## Task item
From the data below, please reproduce exactly everything from the line that contains "return opening.union(flare)" down to the line that contains "pinhole_z, pinhole_diameter, front_thickness))", with both ends included.

## Exercise input

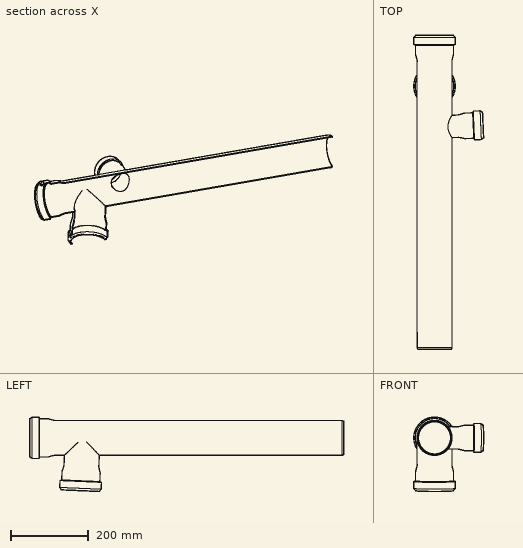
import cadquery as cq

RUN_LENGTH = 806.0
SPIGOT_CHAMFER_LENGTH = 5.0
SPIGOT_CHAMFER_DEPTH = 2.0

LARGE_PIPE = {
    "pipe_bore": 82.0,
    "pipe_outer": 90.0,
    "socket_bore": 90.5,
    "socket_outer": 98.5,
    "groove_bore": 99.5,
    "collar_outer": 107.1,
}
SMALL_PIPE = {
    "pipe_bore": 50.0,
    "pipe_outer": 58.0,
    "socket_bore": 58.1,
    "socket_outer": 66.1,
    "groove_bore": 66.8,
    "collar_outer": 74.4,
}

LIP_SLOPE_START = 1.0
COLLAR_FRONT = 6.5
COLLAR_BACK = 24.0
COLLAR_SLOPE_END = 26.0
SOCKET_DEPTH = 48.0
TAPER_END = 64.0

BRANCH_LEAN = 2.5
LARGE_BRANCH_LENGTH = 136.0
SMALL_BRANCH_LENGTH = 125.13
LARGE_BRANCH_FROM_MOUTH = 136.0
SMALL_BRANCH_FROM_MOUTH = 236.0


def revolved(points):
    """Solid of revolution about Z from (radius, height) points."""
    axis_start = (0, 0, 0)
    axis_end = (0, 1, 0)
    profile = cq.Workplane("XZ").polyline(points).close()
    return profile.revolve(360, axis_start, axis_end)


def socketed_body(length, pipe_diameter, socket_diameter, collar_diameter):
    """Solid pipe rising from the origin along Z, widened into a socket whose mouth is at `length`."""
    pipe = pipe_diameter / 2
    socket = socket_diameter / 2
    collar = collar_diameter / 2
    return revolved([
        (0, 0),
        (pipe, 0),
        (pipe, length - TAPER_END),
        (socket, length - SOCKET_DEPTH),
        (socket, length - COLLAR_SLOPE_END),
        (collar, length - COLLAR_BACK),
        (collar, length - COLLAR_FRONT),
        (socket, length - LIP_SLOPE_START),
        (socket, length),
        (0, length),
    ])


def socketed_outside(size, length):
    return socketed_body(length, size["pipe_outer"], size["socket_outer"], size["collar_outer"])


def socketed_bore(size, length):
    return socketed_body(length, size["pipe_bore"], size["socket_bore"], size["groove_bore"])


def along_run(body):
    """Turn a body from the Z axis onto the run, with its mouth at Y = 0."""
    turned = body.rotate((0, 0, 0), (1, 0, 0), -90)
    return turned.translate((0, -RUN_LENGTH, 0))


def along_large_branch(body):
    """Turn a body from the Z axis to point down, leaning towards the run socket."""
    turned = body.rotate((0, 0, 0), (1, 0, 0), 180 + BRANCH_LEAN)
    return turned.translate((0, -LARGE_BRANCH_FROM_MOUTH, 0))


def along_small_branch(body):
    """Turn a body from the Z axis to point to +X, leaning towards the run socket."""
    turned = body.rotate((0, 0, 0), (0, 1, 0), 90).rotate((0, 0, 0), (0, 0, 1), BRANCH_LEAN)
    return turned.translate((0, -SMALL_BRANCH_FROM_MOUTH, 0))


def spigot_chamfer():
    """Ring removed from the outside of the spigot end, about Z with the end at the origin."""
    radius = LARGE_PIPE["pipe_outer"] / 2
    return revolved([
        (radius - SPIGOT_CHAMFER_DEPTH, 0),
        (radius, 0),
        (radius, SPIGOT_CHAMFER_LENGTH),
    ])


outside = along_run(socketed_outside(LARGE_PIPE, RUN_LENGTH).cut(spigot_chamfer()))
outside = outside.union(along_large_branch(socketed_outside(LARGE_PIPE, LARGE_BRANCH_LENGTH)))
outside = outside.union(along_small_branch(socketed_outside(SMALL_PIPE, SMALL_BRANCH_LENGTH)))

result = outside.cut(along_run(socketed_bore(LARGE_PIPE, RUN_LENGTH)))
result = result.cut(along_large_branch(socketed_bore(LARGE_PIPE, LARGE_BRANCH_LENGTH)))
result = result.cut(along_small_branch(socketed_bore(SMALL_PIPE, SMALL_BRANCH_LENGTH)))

* * *

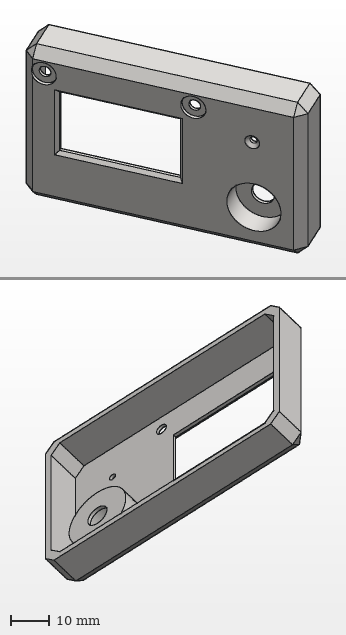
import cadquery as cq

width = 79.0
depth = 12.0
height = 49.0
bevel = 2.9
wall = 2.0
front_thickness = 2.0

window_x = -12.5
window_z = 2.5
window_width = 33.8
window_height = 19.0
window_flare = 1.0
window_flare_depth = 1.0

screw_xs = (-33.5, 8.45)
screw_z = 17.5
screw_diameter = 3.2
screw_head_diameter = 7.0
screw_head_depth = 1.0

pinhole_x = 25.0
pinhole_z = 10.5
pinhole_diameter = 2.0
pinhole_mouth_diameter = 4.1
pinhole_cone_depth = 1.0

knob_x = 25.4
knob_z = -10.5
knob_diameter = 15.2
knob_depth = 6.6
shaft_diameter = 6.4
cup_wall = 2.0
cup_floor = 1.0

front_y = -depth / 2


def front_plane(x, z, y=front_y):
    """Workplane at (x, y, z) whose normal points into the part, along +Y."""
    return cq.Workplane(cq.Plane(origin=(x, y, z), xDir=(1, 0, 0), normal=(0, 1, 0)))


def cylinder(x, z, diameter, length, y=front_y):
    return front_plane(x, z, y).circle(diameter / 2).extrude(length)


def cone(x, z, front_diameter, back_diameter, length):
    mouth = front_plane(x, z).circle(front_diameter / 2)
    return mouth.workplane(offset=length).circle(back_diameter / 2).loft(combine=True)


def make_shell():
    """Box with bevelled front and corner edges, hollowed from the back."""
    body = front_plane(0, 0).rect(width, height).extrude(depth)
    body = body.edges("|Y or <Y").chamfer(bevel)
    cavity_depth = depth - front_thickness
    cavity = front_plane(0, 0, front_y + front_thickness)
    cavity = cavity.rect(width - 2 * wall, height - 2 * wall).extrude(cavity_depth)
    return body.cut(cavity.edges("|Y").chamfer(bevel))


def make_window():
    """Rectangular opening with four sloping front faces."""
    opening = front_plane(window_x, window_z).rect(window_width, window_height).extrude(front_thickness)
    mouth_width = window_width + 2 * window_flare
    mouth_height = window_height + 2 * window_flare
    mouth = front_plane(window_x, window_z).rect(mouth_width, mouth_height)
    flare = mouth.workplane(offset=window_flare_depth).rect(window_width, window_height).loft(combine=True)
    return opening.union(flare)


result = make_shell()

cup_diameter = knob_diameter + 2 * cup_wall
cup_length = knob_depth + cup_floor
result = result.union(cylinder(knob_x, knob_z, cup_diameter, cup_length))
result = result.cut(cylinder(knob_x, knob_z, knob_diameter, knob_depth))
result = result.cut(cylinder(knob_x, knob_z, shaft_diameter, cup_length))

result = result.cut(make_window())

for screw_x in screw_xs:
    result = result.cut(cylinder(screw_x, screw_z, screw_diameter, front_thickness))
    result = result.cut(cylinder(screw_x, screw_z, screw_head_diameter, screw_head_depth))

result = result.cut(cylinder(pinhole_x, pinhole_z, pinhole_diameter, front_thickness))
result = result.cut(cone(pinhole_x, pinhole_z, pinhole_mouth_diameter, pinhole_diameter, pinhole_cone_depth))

## Output for this exercise
    return opening.union(flare)


result = make_shell()

cup_diameter = knob_diameter + 2 * cup_wall
cup_length = knob_depth + cup_floor
result = result.union(cylinder(knob_x, knob_z, cup_diameter, cup_length))
result = result.cut(cylinder(knob_x, knob_z, knob_diameter, knob_depth))
result = result.cut(cylinder(knob_x, knob_z, shaft_diameter, cup_length))

result = result.cut(make_window())

for screw_x in screw_xs:
    result = result.cut(cylinder(screw_x, screw_z, screw_diameter, front_thickness))
    result = result.cut(cylinder(screw_x, screw_z, screw_head_diameter, screw_head_depth))

result = result.cut(cylinder(pinhole_x, pinhole_z, pinhole_diameter, front_thickness))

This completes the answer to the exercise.